■ **Source records**

┌──

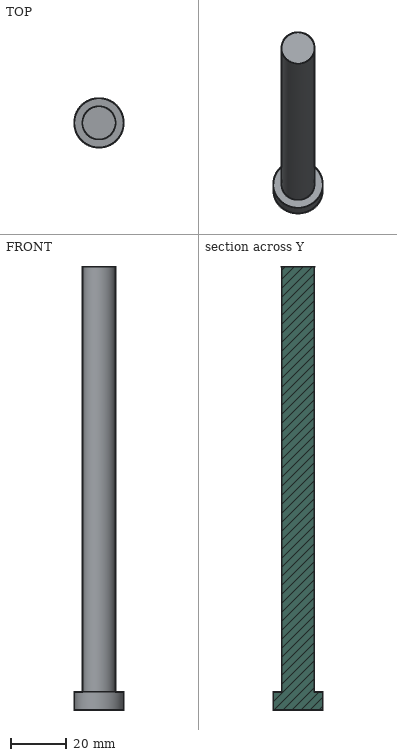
import cadquery as cq

total_length = 160.0
head_diameter = 18.0
head_height = 6.5
shank_diameter = 12.0

head = cq.Workplane("XY").circle(head_diameter / 2).extrude(head_height)
shank = cq.Workplane("XY").circle(shank_diameter / 2).extrude(total_length)

result = head.union(shank)
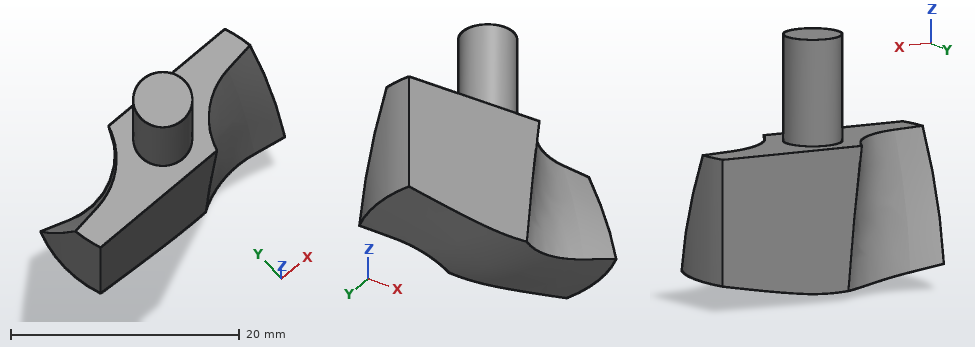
import cadquery as cq
import math

total_height = 23.3
cutter_diameter = 23.2
cutter_thickness = 8.06
shank_diameter = 5.2
head_top = 13.77
point_height = 2.42

flute_radius = 6.97
lip_start_x = 8.57
lip_start_y = 1.03
lip_angle = 7.7
twist_rate = 2.318
clearance = 1.16

cutter_radius = cutter_diameter / 2
flute_reach = cutter_diameter


def make_head():
    """Conical-pointed round blank, flattened to a thick blade."""
    blank = (
        cq.Workplane("XZ")
        .moveTo(0, 0)
        .lineTo(cutter_radius, point_height)
        .lineTo(cutter_radius, head_top)
        .lineTo(0, head_top)
        .close()
        .revolve(360, (0, 0), (0, 1))
    )
    slab = cq.Workplane("XY").box(
        cutter_diameter, cutter_thickness, head_top, centered=(True, True, False)
    )
    return blank.intersect(slab)


def make_flute():
    """Helical flute: a straight lip running tangentially into a round gullet."""
    slope = math.radians(lip_angle)
    center_x = lip_start_x + flute_radius * math.sin(slope)
    center_y = lip_start_y - flute_radius * math.cos(slope)
    arc_middle_angle = (math.pi + math.pi / 2 + slope) / 2
    arc_middle = (
        center_x + flute_radius * math.cos(arc_middle_angle),
        center_y + flute_radius * math.sin(arc_middle_angle),
    )
    lip_end_y = lip_start_y + (flute_reach - lip_start_x) * math.tan(slope)

    bottom = -clearance
    length = head_top + clearance - bottom
    turn_below_top = twist_rate * (head_top - bottom)
    return (
        cq.Workplane("XY")
        .moveTo(center_x - flute_radius, center_y)
        .threePointArc(arc_middle, (lip_start_x, lip_start_y))
        .lineTo(flute_reach, lip_end_y)
        .lineTo(flute_reach, center_y)
        .close()
        .twistExtrude(length, twist_rate * length)
        .rotate((0, 0, 0), (0, 0, 1), -turn_below_top)
        .translate((0, 0, bottom))
    )


head = make_head()
flute = make_flute()
for flute_angle in (0, 180):
    head = head.cut(flute.rotate((0, 0, 0), (0, 0, 1), flute_angle))

shank = (
    cq.Workplane("XY")
    .workplane(offset=head_top)
    .circle(shank_diameter / 2)
    .extrude(total_height - head_top)
)

result = head.union(shank)

└──

■ **Aim of the task**
Return the complete material exactly as given, excluding images.

■ **Answer box**
import cadquery as cq

total_length = 160.0
head_diameter = 18.0
head_height = 6.5
shank_diameter = 12.0

head = cq.Workplane("XY").circle(head_diameter / 2).extrude(head_height)
shank = cq.Workplane("XY").circle(shank_diameter / 2).extrude(total_length)

result = head.union(shank)
import cadquery as cq
import math

total_height = 23.3
cutter_diameter = 23.2
cutter_thickness = 8.06
shank_diameter = 5.2
head_top = 13.77
point_height = 2.42

flute_radius = 6.97
lip_start_x = 8.57
lip_start_y = 1.03
lip_angle = 7.7
twist_rate = 2.318
clearance = 1.16

cutter_radius = cutter_diameter / 2
flute_reach = cutter_diameter


def make_head():
    """Conical-pointed round blank, flattened to a thick blade."""
    blank = (
        cq.Workplane("XZ")
        .moveTo(0, 0)
        .lineTo(cutter_radius, point_height)
        .lineTo(cutter_radius, head_top)
        .lineTo(0, head_top)
        .close()
        .revolve(360, (0, 0), (0, 1))
    )
    slab = cq.Workplane("XY").box(
        cutter_diameter, cutter_thickness, head_top, centered=(True, True, False)
    )
    return blank.intersect(slab)


def make_flute():
    """Helical flute: a straight lip running tangentially into a round gullet."""
    slope = math.radians(lip_angle)
    center_x = lip_start_x + flute_radius * math.sin(slope)
    center_y = lip_start_y - flute_radius * math.cos(slope)
    arc_middle_angle = (math.pi + math.pi / 2 + slope) / 2
    arc_middle = (
        center_x + flute_radius * math.cos(arc_middle_angle),
        center_y + flute_radius * math.sin(arc_middle_angle),
    )
    lip_end_y = lip_start_y + (flute_reach - lip_start_x) * math.tan(slope)

    bottom = -clearance
    length = head_top + clearance - bottom
    turn_below_top = twist_rate * (head_top - bottom)
    return (
        cq.Workplane("XY")
        .moveTo(center_x - flute_radius, center_y)
        .threePointArc(arc_middle, (lip_start_x, lip_start_y))
        .lineTo(flute_reach, lip_end_y)
        .lineTo(flute_reach, center_y)
        .close()
        .twistExtrude(length, twist_rate * length)
        .rotate((0, 0, 0), (0, 0, 1), -turn_below_top)
        .translate((0, 0, bottom))
    )


head = make_head()
flute = make_flute()
for flute_angle in (0, 180):
    head = head.cut(flute.rotate((0, 0, 0), (0, 0, 1), flute_angle))

shank = (
    cq.Workplane("XY")
    .workplane(offset=head_top)
    .circle(shank_diameter / 2)
    .extrude(total_height - head_top)
)

result = head.union(shank)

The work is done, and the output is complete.